Can highly automated vehicles fare better than traditional cars in traffic gridlock conditions? Cooperation between vehicle intelligent transport systems via connected vehicles may provide a solution.
Drivers’ and passengers’ safety and convenience is at the heart of the development of highly automated vehicles. Yet, despite conjuring up the image of free-flowing city streets, automated vehicles will not mean the end of congestion unless proper traffic management concepts are applied.
Spurred by the potential of emerging intelligent vehicle automation and communication systems (VACS) the TRAMAN21 project which was funded by EU’s European Research Council worked on new traffic management methods and tools suitable for the era of connected transport. The idea is to ensure that traffic flows as smoothly and efficiently as possible potentially avoiding the jams and delays caused by human behaviour.

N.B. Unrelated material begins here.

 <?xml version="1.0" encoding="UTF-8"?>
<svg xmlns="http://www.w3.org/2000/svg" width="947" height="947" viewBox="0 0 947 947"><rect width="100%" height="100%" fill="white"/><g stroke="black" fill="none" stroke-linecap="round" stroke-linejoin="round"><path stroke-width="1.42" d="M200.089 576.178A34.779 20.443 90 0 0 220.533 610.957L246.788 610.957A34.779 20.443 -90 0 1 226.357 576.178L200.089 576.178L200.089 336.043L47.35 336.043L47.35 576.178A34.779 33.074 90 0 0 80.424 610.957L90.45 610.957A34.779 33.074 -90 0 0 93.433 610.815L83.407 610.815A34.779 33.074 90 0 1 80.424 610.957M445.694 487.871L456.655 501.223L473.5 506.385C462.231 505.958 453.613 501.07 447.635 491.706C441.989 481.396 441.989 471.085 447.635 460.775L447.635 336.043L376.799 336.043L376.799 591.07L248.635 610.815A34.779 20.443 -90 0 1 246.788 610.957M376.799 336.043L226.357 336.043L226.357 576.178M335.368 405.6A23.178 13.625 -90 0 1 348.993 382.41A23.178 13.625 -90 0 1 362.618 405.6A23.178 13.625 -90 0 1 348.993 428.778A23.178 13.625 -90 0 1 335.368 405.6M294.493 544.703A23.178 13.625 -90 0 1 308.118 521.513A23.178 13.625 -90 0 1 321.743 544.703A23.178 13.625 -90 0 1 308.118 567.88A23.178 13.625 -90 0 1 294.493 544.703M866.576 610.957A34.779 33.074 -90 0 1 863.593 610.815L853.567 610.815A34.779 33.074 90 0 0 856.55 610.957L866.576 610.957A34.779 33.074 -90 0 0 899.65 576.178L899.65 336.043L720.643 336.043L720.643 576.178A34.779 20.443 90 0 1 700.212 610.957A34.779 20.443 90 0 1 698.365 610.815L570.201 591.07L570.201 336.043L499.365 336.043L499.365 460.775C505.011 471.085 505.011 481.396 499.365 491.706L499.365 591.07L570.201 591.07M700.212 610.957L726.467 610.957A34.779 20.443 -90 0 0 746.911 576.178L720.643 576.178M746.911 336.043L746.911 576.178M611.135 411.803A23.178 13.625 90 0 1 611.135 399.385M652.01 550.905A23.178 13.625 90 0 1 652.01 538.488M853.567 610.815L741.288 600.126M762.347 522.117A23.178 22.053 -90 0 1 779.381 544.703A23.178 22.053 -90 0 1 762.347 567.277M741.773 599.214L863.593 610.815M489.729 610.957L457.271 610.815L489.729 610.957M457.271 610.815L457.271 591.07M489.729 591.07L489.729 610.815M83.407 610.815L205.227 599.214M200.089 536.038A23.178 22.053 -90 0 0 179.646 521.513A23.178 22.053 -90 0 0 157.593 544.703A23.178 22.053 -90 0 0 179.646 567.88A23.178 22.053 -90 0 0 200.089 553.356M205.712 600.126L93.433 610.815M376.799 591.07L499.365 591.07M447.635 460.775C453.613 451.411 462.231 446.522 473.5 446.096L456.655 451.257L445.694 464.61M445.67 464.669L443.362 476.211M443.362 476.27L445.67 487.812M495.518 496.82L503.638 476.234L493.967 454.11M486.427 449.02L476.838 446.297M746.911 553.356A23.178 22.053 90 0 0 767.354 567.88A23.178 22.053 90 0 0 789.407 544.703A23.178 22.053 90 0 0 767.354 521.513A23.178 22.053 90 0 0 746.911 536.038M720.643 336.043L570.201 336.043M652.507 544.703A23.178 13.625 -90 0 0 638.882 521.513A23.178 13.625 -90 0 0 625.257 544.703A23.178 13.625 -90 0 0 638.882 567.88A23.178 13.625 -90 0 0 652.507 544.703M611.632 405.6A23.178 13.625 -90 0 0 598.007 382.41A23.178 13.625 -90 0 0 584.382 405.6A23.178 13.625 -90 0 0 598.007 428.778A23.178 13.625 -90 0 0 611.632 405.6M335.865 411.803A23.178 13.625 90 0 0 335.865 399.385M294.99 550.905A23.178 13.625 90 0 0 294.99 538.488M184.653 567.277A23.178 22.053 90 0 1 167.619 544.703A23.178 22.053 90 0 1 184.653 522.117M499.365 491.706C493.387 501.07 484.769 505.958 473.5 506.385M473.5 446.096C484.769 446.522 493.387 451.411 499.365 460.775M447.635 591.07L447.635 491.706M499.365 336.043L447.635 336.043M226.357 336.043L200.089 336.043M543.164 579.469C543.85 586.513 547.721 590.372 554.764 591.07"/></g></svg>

New models spanning both micro and macro scales
Traffic flow modelling based on VACS is key to the design and testing of efficient traffic management approaches. Vehicle trajectories, time and distance headways are the most important microscopic traffic flow characteristics. Researchers argue that managing individual vehicle behaviour can influence the macroscopic traffic flow characteristics – intensity, density and speed. “Adjusting properly microscopic vehicle movements provides a means to improve the overall traffic flow of city roads,” notes Professor Markos Papageorgiou, head of the Dynamic Systems & Simulation Laboratory at the Technical University of Crete, Greece.
Building on Aimsun Next traffic modelling software, researchers tested the impact of selected onboard cooperative technologies on the vehicle microscopic behaviour. The simulator conducted traffic operation assessments on a large network scale. In addition, they developed advanced first and second-order macroscopic traffic flow models and novel numerical approaches for approximating them. The methodologies were extended to handle multi-lane highways and mixed traffic.
Not only automated, but also cooperative
Traditional stationary sensors collect traffic data of vehicles passing the location in which they are installed on the highway. “Connected and automated vehicles represent a new traffic data source that will be more common in the near future. Mobile data collected by the distributed mobile sensors from vehicles equipped with intelligent technology will not only measure traffic information but also communicate it in real time,” says Prof. Papageorgiou. TRAMAN21 developed reliable and robust traffic flow estimation methods that outperform the state of the art in terms of accuracy and simplicity.
An innovative traffic control concept that was developed and tested in TRAMAN21 was cooperative merging. The system assists drivers in lane-changing manoeuvres in areas where lanes end or merge by creating and maintaining an appropriate time or space gap in traffic for the merging car.
Researchers also looked at how adaptive cruise control can improve traffic flows. The technology adjusts time gaps between cars to cut congestion and reduce phantom traffic jams.
Combining conventional highway control systems
Today’s motorway traffic control practice applies control measures independently of each other, and, for some of them, there is no evidence that they have any positive contribution to congestion mitigation. “Field implementation of novel control strategies that employ ramp metering and variable speed limits in an integrated way can lead to significantly improved travel times, fuel consumption, environmental pollution and traffic safety,” notes Prof. Papageorgiou.
TRAMAN21 has been running tests on a highway near Melbourne, Australia, and is currently using variable speed limits and ramp metering to actively intervene in traffic to improve flows. Researchers expect that tests will prove successful in offering a smoother and more efficient journey for motorists.
Markos Papageorgiou is a Professor at the Technical University of Crete, Chania, Greece. After receiving the Diplom-Ingenieur and Doktor-Ingenieur degrees in Electrical Engineering from the Technical University of Munich, he worked in Germany and France and was a Visiting Professor in Italy and the USA among others. His research focuses on automatic control and optimisation theory and applications to traffic and transportation systems, water systems.